At the year of its printing, you had just been
Out of school some three years, not yet still quite
Out of earshot of the menopausal rage

Of your poor mother. She who, like so many
Of her Sex, had been charged all her life with
Phrases like, “Bats in the belfry!”

And what do we as men know about it?
Measuring our own short lives to Christ’s,
While the blood of so many moons has frozen over.


Crossing the Rubicon

As the semen count mounted in countless pair of testes,
As the alignment of syntactical structures
Erupted in cataclysmic fashion;
Dust particles, in the form of microcosmic

Arachnid faeces, covered the shelves in a film
Which needed to be continuously cared for,
While tides, moon governed, came and went,
To the creation of countless almanachs.

And the soft skin of ageing men transformed
Into Twelve O’Clock shadows, causing the
Redistribution of wealth in countless pockets,

Employing a veritable army of Barbers,
Thus igniting numerous gossip and ‘stories’,
And so creating much intrigue in every town.


On the Immortality of the Soul

“Le mot âme est un mot inmortal.”
Gaston Bachelard

The word soul is an immortal word,
And yet you hear it no longer today!
The word soul is an immortal thought,
And yet the concept would appear to be redundant.

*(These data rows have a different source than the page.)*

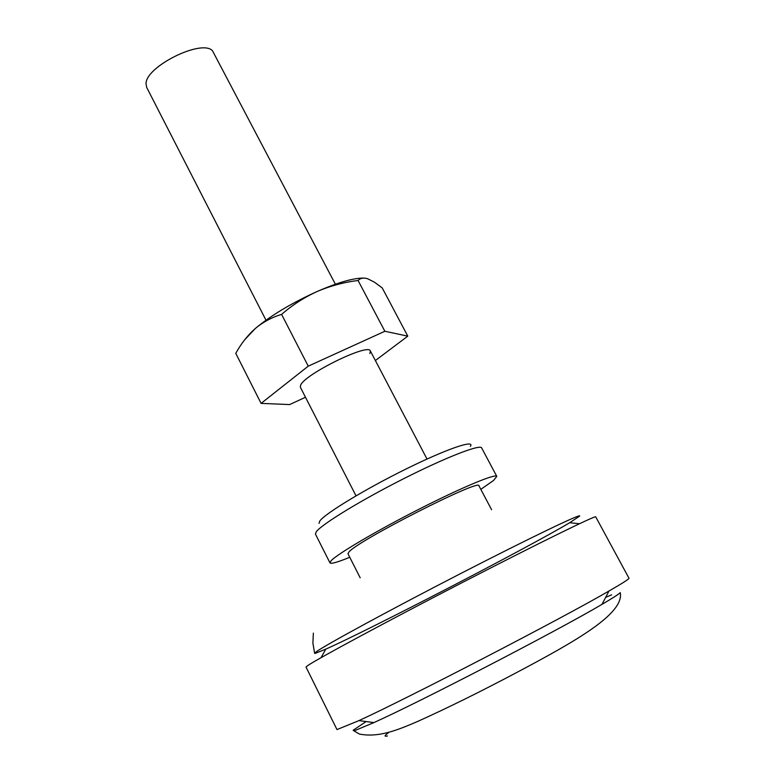 <?xml version="1.0" encoding="UTF-8"?>
<svg xmlns="http://www.w3.org/2000/svg" width="775" height="775" viewBox="0 0 775 775"><rect width="100%" height="100%" fill="white"/><g stroke="black" fill="none" stroke-linecap="round" stroke-linejoin="round"><path stroke-width="1.16" d="M470.357 446.41C475.414 439.154 446.817 448.851 406.129 468.962C365.5 488.986 325.461 513.273 319.862 520.907L319.048 523.387M480.82 489.354L493.53 480.471L496.794 476.392C495.806 473.302 461.764 487.446 419.227 509.097C376.718 530.701 337.261 553.98 331.07 560.771L329.966 562.873C330.993 564.113 337.59 562.243 349.767 557.283M491.592 509.708L478.95 485.818C481.004 478.01 358.224 540.369 348.973 551.926L347.956 553.718L360.191 577.821M335.381 284.231L212.486 50.762C201.791 38.672 145.351 66.718 146.039 83.836L146.708 87.459L265.99 320.201M595.733 516.877C596.343 514.91 538.47 543.217 462.123 582.635C385.805 622.025 316.723 659.273 307.646 665.648L306.018 667.052L336.98 729.575L358.98 720.605C408.735 697.781 561.633 618.528 608.966 591.025C622.693 583.139 629.358 578.867 628.98 578.218L595.733 516.877M315.202 653.383L325.81 649.13C369.83 629.591 528.337 547.421 569.683 522.718L579.613 516.121C582.296 512.769 530.468 537.608 460.234 573.771C390.038 609.906 324.996 645.284 316.152 651.843L314.689 653.441M355.231 730.408L353.778 730.777L359.464 734.07C379.052 737.887 398.272 729.779 417.996 721.292C447.824 707.837 480.733 691.571 516.722 672.497C576.736 640.702 624.175 613.655 620.281 592.643C618.692 594.251 612.599 598.155 602.01 604.345C558.349 630.23 420.195 701.84 373.879 722.6L355.231 730.408M353.148 730.253L366.11 721.564M605.633 597.399L611.611 594.822M496.794 476.392L481.643 447.911C480.229 444.027 445.887 457.318 403.475 478.795C361.082 500.214 322.109 524.045 316.355 531.64L315.435 534.072L329.966 562.873M244.58 339.934L255.295 328.503C247.612 335.343 241.102 343.635 235.765 353.361L261.088 403.387L308.247 366.158L281.596 314.398C271.899 317.295 263.132 322.003 255.295 328.503C271.124 315.357 291.72 303.035 317.082 291.516C304.071 297.484 292.243 305.108 281.596 314.398M308.247 366.158L384.855 331.264L407.786 336.147L382.211 287.903L374.373 282.129L367.495 278.69C363.436 277.518 360.288 278.109 358.069 280.482C343.771 282.274 330.102 285.956 317.082 291.516C337.735 282.555 353.129 278.08 363.243 278.089M384.855 331.264L358.069 280.482M305.486 397.265L289.666 404.569L261.088 403.387M407.786 336.147L375.381 360.549M356.016 495.845L300.371 387.277L300.593 385.282C304.313 374.373 368.89 342.705 370.373 350.988L369.869 353.526M387.442 735.959C384.022 736.792 384.342 735.717 388.401 732.733M321.024 657.694L325.81 649.13M579.438 523.735L569.683 522.718M602.01 604.345L608.966 591.025M373.879 722.6L358.98 720.605M427.015 459.042L370.373 350.988M314.611 653.141L312.897 643.143L313.362 633.117"/></g></svg>
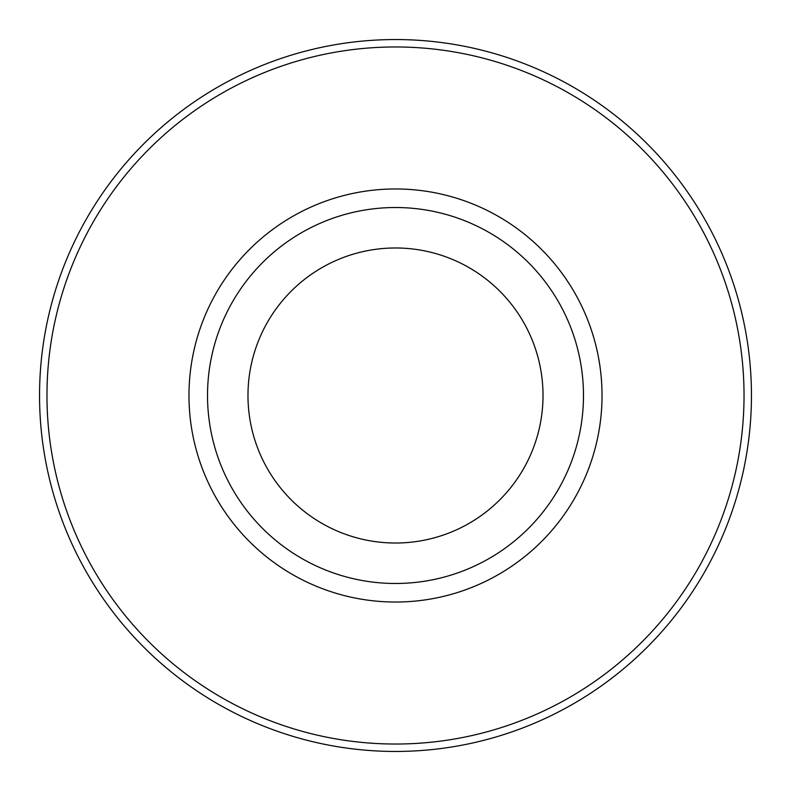 <?xml version="1.0" encoding="UTF-8"?>
<svg xmlns="http://www.w3.org/2000/svg" width="791" height="791" viewBox="0 0 791 791"><rect width="100%" height="100%" fill="white"/><g stroke="black" fill="none" stroke-linecap="round" stroke-linejoin="round"><path stroke-width="1.19" d="M751.45 395.5A355.95 355.95 0 0 1 395.5 751.45A355.95 355.95 0 0 1 39.55 395.5A355.95 355.95 0 0 1 395.5 39.55A355.95 355.95 0 0 1 751.45 395.5A355.95 355.95 0 0 1 395.5 751.45A355.95 355.95 0 0 1 39.55 395.5M583.481 395.5A187.981 187.981 0 0 1 395.5 583.481A187.981 187.981 0 0 1 207.519 395.5A187.981 187.981 0 0 1 395.5 207.519A187.981 187.981 0 0 1 583.481 395.5M247.979 395.5A147.522 147.522 0 0 1 395.5 247.979A147.522 147.522 0 0 1 543.022 395.5A147.522 147.522 0 0 1 395.5 543.022A147.522 147.522 0 0 1 247.979 395.5M744.034 395.5A348.534 348.534 0 0 1 395.5 744.034A348.534 348.534 0 0 1 46.966 395.5A348.534 348.534 0 0 1 395.5 46.966A348.534 348.534 0 0 1 744.034 395.5M602.03 395.5A206.53 206.53 0 0 1 395.5 602.03A206.53 206.53 0 0 1 188.97 395.5A206.53 206.53 0 0 1 395.5 188.97A206.53 206.53 0 0 1 602.03 395.5"/></g></svg>
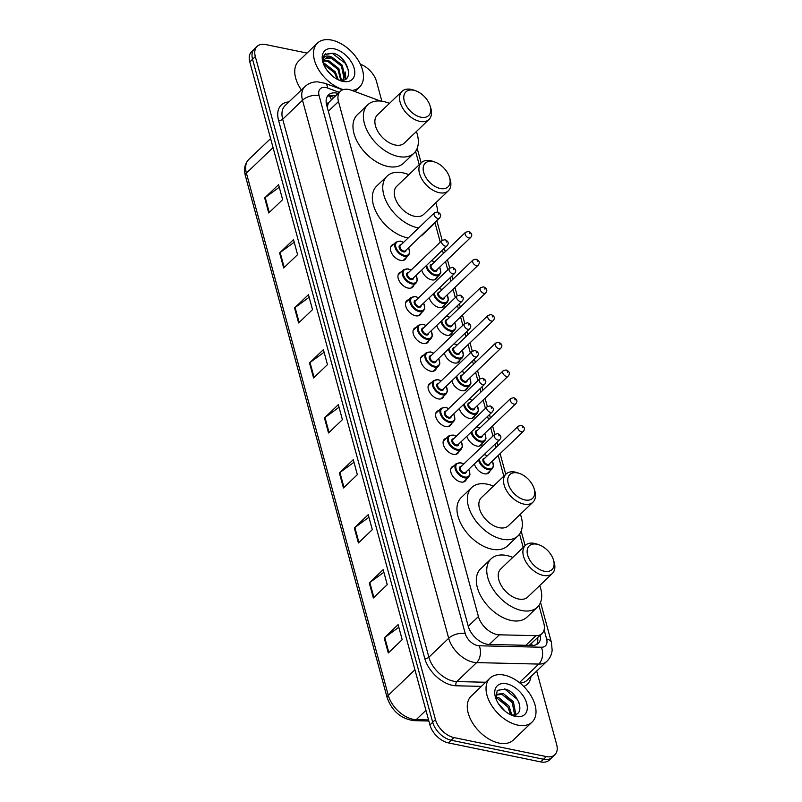 <?xml version="1.0" encoding="UTF-8"?>
<svg xmlns="http://www.w3.org/2000/svg" width="802" height="802" viewBox="0 0 802 802"><rect width="100%" height="100%" fill="white"/><g stroke="black" fill="none" stroke-linecap="round" stroke-linejoin="round"><path stroke-width="1.2" d="M437.301 277.011A9.734 5.965 -133.8 0 1 436.218 278.885A9.734 5.965 -133.8 0 1 431.656 279.848A9.734 5.965 -133.8 0 1 421.732 270.013M444.829 304.71A9.734 5.965 -133.8 0 1 443.747 306.585A9.734 5.965 -133.8 0 1 439.185 307.547A9.734 5.965 -133.8 0 1 429.25 297.712M452.358 332.409A9.734 5.965 -133.8 0 1 451.275 334.284A9.734 5.965 -133.8 0 1 446.714 335.246A9.734 5.965 -133.8 0 1 436.779 325.411M459.877 360.108A9.734 5.965 -133.8 0 1 458.804 361.983A9.734 5.965 -133.8 0 1 454.243 362.955A9.734 5.965 -133.8 0 1 444.308 353.111M467.406 387.807A9.734 5.965 -133.8 0 1 466.323 389.682A9.734 5.965 -133.8 0 1 461.762 390.654A9.734 5.965 -133.8 0 1 451.837 380.82M474.934 415.506A9.734 5.965 -133.8 0 1 473.852 417.391A9.734 5.965 -133.8 0 1 469.29 418.353A9.734 5.965 -133.8 0 1 459.356 408.519M482.453 443.215A9.734 5.965 -133.8 0 1 481.38 445.09A9.734 5.965 -133.8 0 1 476.819 446.052A9.734 5.965 -133.8 0 1 466.884 436.218M489.982 470.914A9.734 5.965 -133.8 0 1 488.909 472.789A9.734 5.965 -133.8 0 1 484.348 473.751A9.734 5.965 -133.8 0 1 474.413 463.917M413.752 285.231A9.734 5.965 -133.8 0 1 412.669 287.116A9.734 5.965 -133.8 0 1 408.108 288.078A9.734 5.965 -133.8 0 1 399.516 281.442A9.734 5.965 -133.8 0 1 399.195 273.041A9.734 5.965 -133.8 0 1 401.12 272.048M421.271 312.94A9.734 5.965 -133.8 0 1 420.198 314.815A9.734 5.965 -133.8 0 1 415.637 315.777A9.734 5.965 -133.8 0 1 407.035 309.141A9.734 5.965 -133.8 0 1 406.724 300.75A9.734 5.965 -133.8 0 1 408.649 299.748M428.799 340.639A9.734 5.965 -133.8 0 1 427.717 342.514A9.734 5.965 -133.8 0 1 423.155 343.477A9.734 5.965 -133.8 0 1 414.564 336.84A9.734 5.965 -133.8 0 1 414.253 328.449A9.734 5.965 -133.8 0 1 416.178 327.447M436.328 368.339A9.734 5.965 -133.8 0 1 435.245 370.213A9.734 5.965 -133.8 0 1 430.684 371.186A9.734 5.965 -133.8 0 1 422.093 364.539A9.734 5.965 -133.8 0 1 421.782 356.148A9.734 5.965 -133.8 0 1 423.697 355.146M406.223 257.532A9.734 5.965 -133.8 0 1 405.14 259.407A9.734 5.965 -133.8 0 1 400.579 260.379A9.734 5.965 -133.8 0 1 391.988 253.743A9.734 5.965 -133.8 0 1 391.677 245.342A9.734 5.965 -133.8 0 1 393.592 244.349M443.857 396.038A9.734 5.965 -133.8 0 1 442.774 397.912A9.734 5.965 -133.8 0 1 438.213 398.885A9.734 5.965 -133.8 0 1 429.621 392.238A9.734 5.965 -133.8 0 1 429.301 383.847A9.734 5.965 -133.8 0 1 431.225 382.855M451.376 423.737A9.734 5.965 -133.8 0 1 450.303 425.611A9.734 5.965 -133.8 0 1 445.742 426.584A9.734 5.965 -133.8 0 1 437.14 419.947A9.734 5.965 -133.8 0 1 436.829 411.546A9.734 5.965 -133.8 0 1 438.754 410.554M458.904 451.446A9.734 5.965 -133.8 0 1 457.822 453.32A9.734 5.965 -133.8 0 1 453.26 454.283A9.734 5.965 -133.8 0 1 444.669 447.646A9.734 5.965 -133.8 0 1 444.358 439.245A9.734 5.965 -133.8 0 1 446.273 438.253M466.433 479.145A9.734 5.965 -133.8 0 1 465.35 481.02A9.734 5.965 -133.8 0 1 460.789 481.982A9.734 5.965 -133.8 0 1 452.198 475.345A9.734 5.965 -133.8 0 1 451.887 466.954A9.734 5.965 -133.8 0 1 453.802 465.952M380.559 101.072L351.416 90.265A18.256 11.188 46.2 0 0 348.85 89.523A18.256 11.188 46.2 0 0 340.299 91.338A18.256 11.188 46.2 0 0 338.494 101.553L478.423 616.558A18.256 11.188 46.2 0 0 499.365 634.813L535.926 635.675A18.256 11.188 46.2 0 0 542.032 633.57A18.256 11.188 46.2 0 0 543.836 623.354L538.944 605.36M330.544 100.761L329.191 102.085A6.085 3.729 46.2 0 0 327.507 106.085A18.256 9.574 164.8 0 0 326.885 105.964M327.507 106.085L327.577 106.345A18.256 11.188 -133.8 0 1 329.191 102.085M529.19 645.389L542.032 633.57M327.577 106.345L327.527 108.31M523.205 547.445L519.576 534.062M503.836 476.137L498.212 455.446M496.037 447.426L495.125 444.087M492.949 436.057L490.684 427.747M488.508 419.727L487.596 416.388M485.421 408.358L483.165 400.048M480.979 392.028L480.077 388.679M477.892 380.659L475.636 372.349M473.451 364.329L472.548 360.98M470.363 352.96L468.107 344.649M465.932 336.619L465.02 333.281M462.844 325.261L460.579 316.95M458.403 308.92L457.491 305.582M455.315 297.562L453.06 289.241M450.874 281.221L449.972 277.883M447.787 269.853L445.531 261.542M443.356 253.522L442.443 250.184M440.268 242.154L434.965 222.655M419.225 164.731L415.596 151.347M338.133 93.413A18.256 11.188 46.2 0 0 337.02 93.142A18.256 11.188 46.2 0 0 328.469 94.957A18.256 11.188 46.2 0 0 326.675 105.172L468.228 626.182A18.256 11.188 46.2 0 0 489.17 644.437L532.127 645.45A18.256 11.188 46.2 0 0 538.232 643.354A18.256 11.188 46.2 0 0 540.448 635.084M327.276 96.481A18.256 11.188 -133.8 0 1 334.244 95.799A18.256 11.188 -133.8 0 1 335.356 96.07M360.349 64.22A18.256 11.188 -133.8 0 1 376.529 81.533L381.872 101.232M536.698 671.053L556.658 744.547A18.256 11.188 -133.8 0 1 554.864 754.762A18.256 11.188 -133.8 0 1 546.312 756.577L453.972 737.579A18.256 11.188 -133.8 0 1 435.466 719.605L255.327 56.591A18.256 11.188 -133.8 0 1 257.131 46.366A18.256 11.188 -133.8 0 1 265.683 44.561L307.056 53.072M554.864 754.762L549.3 760.085A18.256 11.188 -133.8 0 1 540.748 761.9L448.418 742.903A18.256 11.188 -133.8 0 1 429.912 724.928L249.773 61.914L252.55 59.248A18.256 11.188 -133.8 0 1 254.354 49.032A18.256 11.188 -133.8 0 0 252.55 59.248L432.689 722.271L252.55 59.248L255.327 56.591M448.418 742.903L451.195 740.236A18.256 11.188 -133.8 0 1 432.689 722.271A18.256 11.188 -133.8 0 0 451.195 740.236L543.535 759.243L451.195 740.236L453.972 737.579M552.087 757.429A18.256 11.188 -133.8 0 1 543.535 759.243A18.256 11.188 -133.8 0 0 552.087 757.429M537.671 637.75A18.256 11.188 -133.8 0 1 536.658 644.487M388.288 652.968L402.183 639.665L398.113 624.658L384.218 637.961L388.288 652.968M398.815 627.264L384.76 637.51A4.872 2.556 164.8 0 0 384.218 637.961M373.351 597.961L387.246 584.658L383.166 569.661L369.271 582.964L373.351 597.961M383.877 572.257L369.812 582.513A4.872 2.556 164.8 0 0 369.271 582.964M358.404 542.964L372.298 529.661L368.218 514.653L354.324 527.957L358.404 542.964M368.93 517.26L354.865 527.515A4.872 2.556 164.8 0 0 354.324 527.957M343.457 487.957L357.351 474.654L353.281 459.656L339.386 472.959L343.457 487.957M353.983 462.253L339.928 472.508A4.872 2.556 164.8 0 0 339.386 472.959M268.74 212.951L282.635 199.648L278.565 184.65L264.67 197.954L268.74 212.951M279.266 187.247L265.211 197.503A4.872 2.556 164.8 0 0 264.67 197.954M283.687 267.958L297.582 254.655L293.502 239.648L279.607 252.951L283.687 267.958M294.214 242.254L280.149 252.5A4.872 2.556 164.8 0 0 279.607 252.951M298.625 322.955L312.519 309.652L308.449 294.655L294.555 307.958L298.625 322.955M309.151 297.251L295.096 307.507A4.872 2.556 164.8 0 0 294.555 307.958M313.572 377.953L327.467 364.649L323.386 349.652L309.502 362.955L313.572 377.953M324.098 352.258L310.033 362.504A4.872 2.556 164.8 0 0 309.502 362.955M328.519 432.96L342.414 419.657L338.334 404.659L324.439 417.962L328.519 432.96M339.045 407.256L324.98 417.511A4.872 2.556 164.8 0 0 324.439 417.962M249.773 61.914A18.256 11.188 -133.8 0 1 251.577 51.689L257.131 46.366M343.316 89.624A30.426 18.646 -133.8 0 1 317.833 68.33A30.426 18.646 -133.8 0 1 317.442 43.118A30.426 18.646 -133.8 0 1 331.697 40.1A30.426 18.646 -133.8 0 1 358.554 60.852A30.426 18.646 -133.8 0 1 359.537 87.077A30.426 18.646 -133.8 0 1 351.948 90.466M301.392 89.994A30.426 18.646 -133.8 0 1 298.685 61.082L317.442 43.118M334.063 48.802A19.839 12.16 -133.8 0 1 354.173 68.33A19.839 12.16 -133.8 0 1 342.915 81.403A19.839 12.16 -133.8 0 1 340.339 80.671A19.839 12.16 -133.8 0 1 323.016 62.576A19.839 12.16 -133.8 0 1 334.063 48.802M338.855 79.999C355.707 84.04 348.309 56.22 332.95 53.163L325.101 54.305M342.745 80.03L343.938 77.954L341.452 66.095L331.076 57.955L325.261 58.726M342.534 80.19L344.81 77.122L342.314 65.263L331.948 57.122A13.754 8.431 -133.8 0 0 325.502 58.486A13.754 8.431 -133.8 0 0 323.848 64.842M340.76 80.25L337.973 69.423L327.607 61.283L323.998 61.062M341.401 80.26L338.845 68.591L328.469 60.451L324.229 60.381M337.271 79.308L334.504 72.751L323.808 64.531M338.314 79.829L335.366 71.919L325 63.779L323.727 63.518M332.379 76.01L326.474 69.553M325.742 53.774C323.427 55.569 322.524 58.346 323.046 62.095C322.805 56.31 325.772 54.656 331.948 57.122M345.933 78.907L345.091 71.849M334.835 73.263L328.62 66.736M338.304 69.944L332.098 63.408M345.522 79.187L345.291 74.576M341.782 66.616L335.567 60.08M348.659 70.756L345.291 63.338L332.299 53.373L324.91 54.496M420.94 117.222A16.431 10.075 -133.8 0 1 404.278 101.052A16.431 10.075 -133.8 0 1 413.601 90.225A16.431 10.075 -133.8 0 1 415.737 90.826A16.431 10.075 -133.8 0 1 430.083 105.814A16.431 10.075 -133.8 0 1 420.94 117.222M430.083 105.814L430.714 107.859A19.479 11.94 -133.8 0 1 429 119.458A19.479 11.94 -133.8 0 1 419.877 121.383A19.479 11.94 -133.8 0 1 402.684 108.11A19.479 11.94 -133.8 0 1 402.063 91.318A19.479 11.94 -133.8 0 1 411.185 89.383A19.479 11.94 -133.8 0 1 413.722 90.105L415.737 90.826M402.063 91.318L377.401 114.927A19.479 11.94 46.2 0 0 378.023 131.718A19.479 11.94 46.2 0 0 395.216 145.002A19.479 11.94 46.2 0 0 404.338 143.067L429 119.458M416.388 131.528A33.473 20.521 -133.8 0 1 414.012 153.172A33.473 20.521 -133.8 0 1 398.343 156.5A33.473 20.521 -133.8 0 1 368.79 133.673A33.473 20.521 -133.8 0 1 367.717 104.821A33.473 20.521 -133.8 0 1 383.396 101.493A33.473 20.521 -133.8 0 1 389.451 103.388M414.012 153.172L403.596 163.157A33.473 20.521 -133.8 0 1 387.917 166.475A33.473 20.521 -133.8 0 1 358.374 143.648A33.473 20.521 -133.8 0 1 357.301 114.796L367.717 104.821M440.308 188.52A16.431 10.075 -133.8 0 1 423.656 172.35A16.431 10.075 -133.8 0 1 432.97 161.523A16.431 10.075 -133.8 0 1 435.115 162.134A16.431 10.075 -133.8 0 1 449.451 177.112A16.431 10.075 -133.8 0 1 440.308 188.52M449.451 177.112L450.092 179.167A19.479 11.94 -133.8 0 1 448.368 190.756A19.479 11.94 -133.8 0 1 439.245 192.691A19.479 11.94 -133.8 0 1 422.063 179.407A19.479 11.94 -133.8 0 1 421.431 162.616A19.479 11.94 -133.8 0 1 430.554 160.691A19.479 11.94 -133.8 0 1 433.09 161.403L435.115 162.134M421.431 162.616L396.769 186.234A19.479 11.94 46.2 0 0 397.401 203.016A19.479 11.94 46.2 0 0 414.584 216.299A19.479 11.94 46.2 0 0 423.707 214.365L448.368 190.756M418.614 227.969A33.473 20.521 -133.8 0 1 417.712 227.798A33.473 20.521 -133.8 0 1 388.168 204.981A33.473 20.521 -133.8 0 1 387.095 176.119A33.473 20.521 -133.8 0 1 402.764 172.801A33.473 20.521 -133.8 0 1 408.82 174.696M408.198 237.953A33.473 20.521 -133.8 0 1 407.286 237.773A33.473 20.521 -133.8 0 1 377.742 214.956A33.473 20.521 -133.8 0 1 376.669 186.094L387.095 176.119M435.757 202.826A33.473 20.521 -133.8 0 1 437.702 212.049M435.366 222.044A33.473 20.521 -133.8 0 1 433.391 224.48A33.473 20.521 -133.8 0 1 430.875 226.354M433.391 224.48L422.965 234.455A33.473 20.521 -133.8 0 1 420.448 236.329M524.919 499.937A16.431 10.075 -133.8 0 1 508.257 483.756A16.431 10.075 -133.8 0 1 517.581 472.929A16.431 10.075 -133.8 0 1 519.716 473.541A16.431 10.075 -133.8 0 1 534.062 488.518A16.431 10.075 -133.8 0 1 524.919 499.937M534.062 488.518L534.703 490.573A19.479 11.94 -133.8 0 1 532.979 502.162A19.479 11.94 -133.8 0 1 523.856 504.097A19.479 11.94 -133.8 0 1 506.663 490.814A19.479 11.94 -133.8 0 1 506.042 474.032A19.479 11.94 -133.8 0 1 515.165 472.097A19.479 11.94 -133.8 0 1 517.701 472.819L519.716 473.541M506.042 474.032L481.38 497.641A19.479 11.94 46.2 0 0 482.002 514.433A19.479 11.94 46.2 0 0 499.195 527.706A19.479 11.94 46.2 0 0 508.318 525.781L532.979 502.162M520.368 514.232A33.473 20.521 -133.8 0 1 517.992 535.886A33.473 20.521 -133.8 0 1 502.323 539.205A33.473 20.521 -133.8 0 1 472.769 516.388A33.473 20.521 -133.8 0 1 471.696 487.526A33.473 20.521 -133.8 0 1 487.375 484.207A33.473 20.521 -133.8 0 1 493.43 486.102M517.992 535.886L507.576 545.861A33.473 20.521 -133.8 0 1 491.897 549.19A33.473 20.521 -133.8 0 1 462.353 526.363A33.473 20.521 -133.8 0 1 461.28 497.511L471.696 487.526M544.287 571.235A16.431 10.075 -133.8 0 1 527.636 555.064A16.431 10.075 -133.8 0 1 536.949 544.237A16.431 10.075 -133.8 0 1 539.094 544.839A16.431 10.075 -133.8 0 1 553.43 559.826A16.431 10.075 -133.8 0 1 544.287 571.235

The Redundancy of the Soul took place
After the inventory of the heart had been carried out,
Whereupon the results were clear to all;
Mere words can kill both a woman or a man!

So, where can you find the soul of anyone today?
Somewhere in the halfway house of coming and going,
There in the antechamber of every atom.

Wait for her to come again, as she will come.
Yet, look to her returning as if it were the first,
For her name, like your soul, is an immortal one.


Black Berry Lane

“La poésie est une âme inaugurant une forme.”
Pierre Jean Jouve

Passing the school, you enter the lane
And are soon confronted by an image
Straight out of Claude Lorraine- albeit
Minus the crumbling ruin or biblical motif.

Argo, your Jack Russell, is the only reference
To antiquity and which, rather comically,
He is completely unaware of as you peer
Rather intently at the ascent of the Birch-

The Silver Birch which rises rather poignantly
Towards the sky, above the other
Darkening boughs of fir and other darkened trees.

The cruelly torn strips of the bark of the birch unravel
In silver foils illuminated by the morning sun,
Their skyward branches are reaching constantly for the heavens.


Bachelard and his Phenomenology of Poetry

Here, creation is produced in the taut line of the phrase,
In the ephemeral life of the expression.
The well said is an element of the well lived.
Living poems, in this respect, always have the salutary

Experience of the Emergent!
Poetry puts language in a state of emergency.
Life is designated by its vivacity.
Such linguistic surges which emerge from

The pragmatic line of the ordinary
Contain in miniature the elan of vitality;
A micro- Bergsonism which abandons the thesis

Of instrumental language in order to adopt to
The thesis of a language of the Real will find,
In poetry, documents on the actual state of Language.


Deux Chevaux

What flowering of mind when crowned with pain,
Thoughts haemorrhage and occur daily.
It is the stigmata audible on air.
“ C’est genial, non?” Her voice carries!

Transported on deux chevaux like Proust’s
Madeleine with the sounds of Massila Sound System.
( Oh Yeah!) And we enter Langue d’oc
Colouring the air superbly.

Resonating in burnt ochre, the clay of substance.
Richly spilling wineward and resplendent.
Thoughts then of Beckett & Dante.

The one evoking Arnault Daniel, the best
Wordsmith. The other Watt’s house in Rousillion.
And finally, the other Other in that old car driving through la Rochelle!